A hacker uses a PORT command to pose as a middle man for file transfers that occur directly between two FTP servers. All of the information that bounces between these servers can be accessed through the network.

Spoof Attack

The criminal uses a computer outside of the network to assume the host address of a computer on the network. This only works on FTP servers with restrictions on the network address. By doing this, the hacker can download all of the files that come through during a data transfer.

Packet Capture

This technique is also known as “sniffing.”

Since all of the information is transmitted in clear text, usernames and passwords can be captured by a program called a packet sniffer. This program decodes the raw data of the packet it captures, making it available to hackers.

Port Stealing

A hacker can decode the pattern of dynamic port numbers and identify the next in a series.

Once the hacker breaks in, they can lock out the legitimate user, denying them access to their own files. The hacker can then steal the data or insert a malicious file into the data stream in an attempt to infect other users.

Check The Network’s Legitimacy

A common way that hackers prey upon Wi-Fi users is with fake networks. They will create a network near an existing one with a very similar name. If they know the password, they’ll make it the same as well.

They’re trying to trick you into connecting to their network so that they can track your activity and gain access to your data.

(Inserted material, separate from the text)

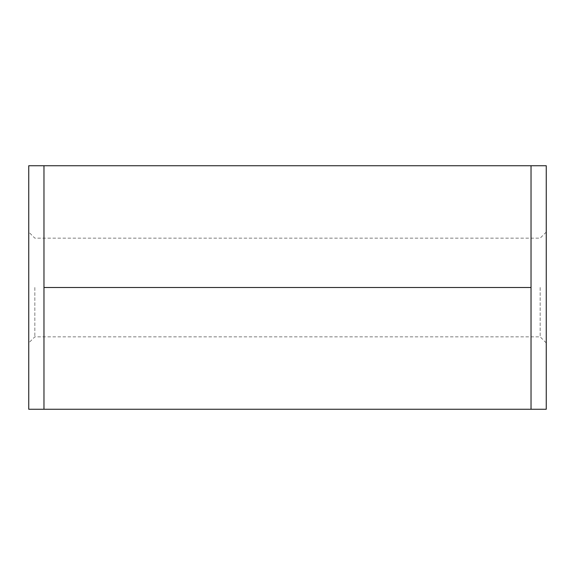 <?xml version="1.0" encoding="UTF-8"?>
<svg xmlns="http://www.w3.org/2000/svg" width="575" height="575" viewBox="0 0 575 575"><rect width="100%" height="100%" fill="white"/><g stroke="black" fill="none" stroke-linecap="round" stroke-linejoin="round"><path stroke-width="0.43" stroke-dasharray="2.88 2.16" d="M28.75 287.5L28.75 342.93L28.75 287.5M28.75 409.263L28.75 165.737M531.027 287.5L531.027 165.737L43.973 165.737L43.973 409.263L43.973 348.385L43.973 409.263L531.027 409.263L531.027 287.5L43.973 287.5M546.25 287.5L546.25 232.07L546.25 287.5M546.25 409.263L546.25 165.737M34.838 287.5L34.838 336.842L34.838 287.5M540.162 287.5L540.162 336.842L540.162 287.5M531.027 165.737L531.027 226.615L531.027 165.737M531.027 348.385L531.027 226.615L531.027 348.385M546.25 232.07L540.162 238.158L34.838 238.158L28.75 232.07M546.25 342.93L540.162 336.842L34.838 336.842L28.75 342.93"/><path stroke-width="0.86" d="M28.75 287.5L28.75 409.263L43.973 409.263L43.973 165.737L28.75 165.737L28.75 287.5M531.027 165.737L531.027 409.263L546.25 409.263L546.25 165.737L43.973 165.737M531.027 287.5L43.973 287.5M531.027 409.263L43.973 409.263"/></g></svg>

That’s why it’s important always to check what network you’re connecting to. If you’re using a public network, verify the SSID from the hosting business before you connect. Also, make sure you check to see if there are two networks in your area with similar names. If you see two that are eerily alike, watch out. There could be a hacker nearby. If this is a public Wi-Fi network, alert someone at the establishment hosting the service immediately.

Don’t Transmit Sensitive Data

If you do find yourself having to connect to a public network with no security in place, avoid any sensitive activity. That means don’t log into any financial websites like a bank or credit bureau. Do not under any circumstances book a flight or hotel. Especially refrain from online shopping.

In fact, it’s best to avoid anything with a password. That means no social media profiles and nothing that you have your credit card attached to.

Use a VPN

The easiest way to protect yourself against the vulnerabilities of public wireless networks is to just not connect to them. But, if you do a lot of business on the go, consider the use of a virtual private network to keep your information private and encrypted.

Tanya Janca, Cloud Security Advocate at MSFT, spoke with me about the importance of being vigilant when using hot spots:

I always use a VPN when using public Wi-Fi, you never know who else is on there, or what their intentions are.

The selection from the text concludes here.